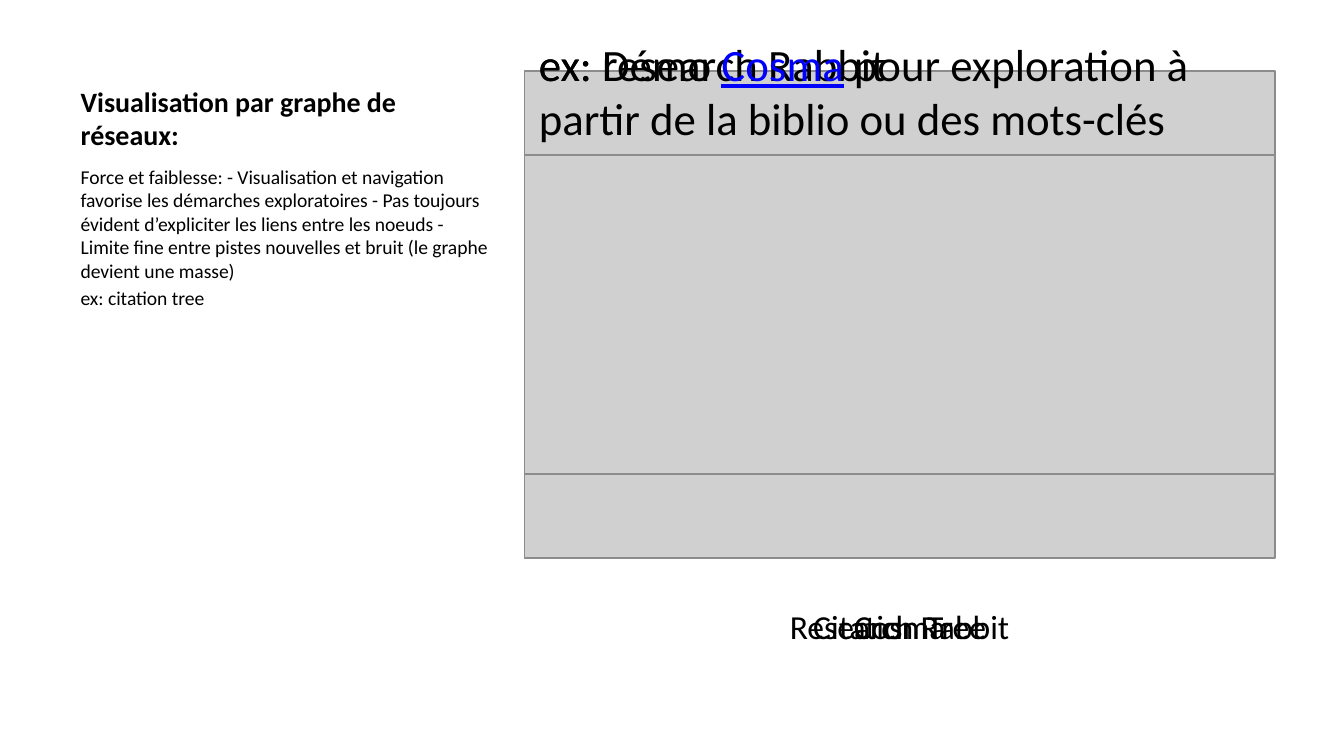
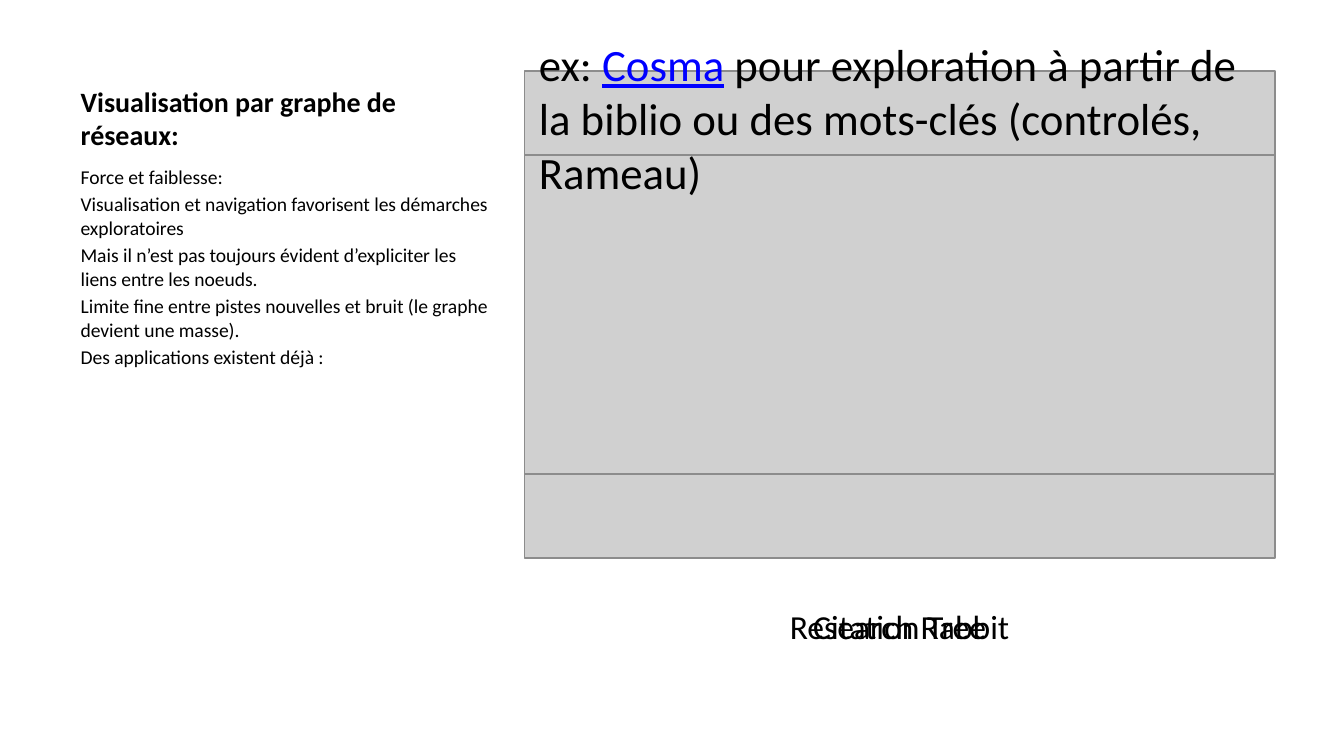
Before and after one commit to alexiaschn/blog, a slide deck: slide 18 of docs/slides/26-11-11_erudit.pptx. Drawn at 1344x756 pixels with LibreOffice and Linux fonts; fonts in the diff are those of the drawing; grey boxes stand for pictures. Boxes give left, top, right and bottom in pixels: in the first picture for what was removed or moved away, otherwise in the second. Text is boxed around its words. In the diff, an @@ line names an element or a change of style, - is before the commit and + after.

```diff
--- a/docs/slides/26-11-11_erudit.pptx
+++ b/docs/slides/26-11-11_erudit.pptx
@@ text at <box>539,44,1236,195</box>: text changed @@
-ex: Démo Cosma pour exploration à partir de la biblio ou des mots-clés (controlés, Rameau)
+ex: Cosma pour exploration à partir de la biblio ou des mots-clés (controlés, Rameau)
@@ text removed at <box>539,44,886,89</box> @@
-ex: research Rabbit
@@ text at <box>81,170,487,368</box>: text changed @@
-Force et faiblesse: - Visualisation et navigation favorise les démarches exploratoires - Pas toujours évident d’expliciter les liens entre les noeuds - Limite fine entre pistes nouvelles et bruit (le graphe devient une masse)
-ex: citation tree
+Force et faiblesse:
+Visualisation et navigation favorisent les démarches exploratoires
+Mais il n’est pas toujours évident d’expliciter les liens entre les noeuds.
+Limite fine entre pistes nouvelles et bruit (le graphe devient une masse).
+Des applications existent déjà :
@@ text removed at <box>854,615,946,640</box> @@
-Cosma
```
Also in this commit, not shown: 8 other slides changed, 3 slides added, 2 slides removed, 8 other files.

**Exercise objective**
Please retype the material in full, exactly as it reads, apart from the images.

**Response to this exercise**
Before and after one commit to alexiaschn/blog, a slide deck: slide 18 of docs/slides/26-11-11_erudit.pptx. Drawn at 1344x756 pixels with LibreOffice and Linux fonts; fonts in the diff are those of the drawing; grey boxes stand for pictures. Boxes give left, top, right and bottom in pixels: in the first picture for what was removed or moved away, otherwise in the second. Text is boxed around its words. In the diff, an @@ line names an element or a change of style, - is before the commit and + after.

```diff
--- a/docs/slides/26-11-11_erudit.pptx
+++ b/docs/slides/26-11-11_erudit.pptx
@@ text at <box>539,44,1236,195</box>: text changed @@
-ex: Démo Cosma pour exploration à partir de la biblio ou des mots-clés (controlés, Rameau)
+ex: Cosma pour exploration à partir de la biblio ou des mots-clés (controlés, Rameau)
@@ text removed at <box>539,44,886,89</box> @@
-ex: research Rabbit
@@ text at <box>81,170,487,368</box>: text changed @@
-Force et faiblesse: - Visualisation et navigation favorise les démarches exploratoires - Pas toujours évident d’expliciter les liens entre les noeuds - Limite fine entre pistes nouvelles et bruit (le graphe devient une masse)
-ex: citation tree
+Force et faiblesse:
+Visualisation et navigation favorisent les démarches exploratoires
+Mais il n’est pas toujours évident d’expliciter les liens entre les noeuds.
+Limite fine entre pistes nouvelles et bruit (le graphe devient une masse).
+Des applications existent déjà :
@@ text removed at <box>854,615,946,640</box> @@
-Cosma
```
Also in this commit, not shown: 8 other slides changed, 3 slides added, 2 slides removed, 8 other files.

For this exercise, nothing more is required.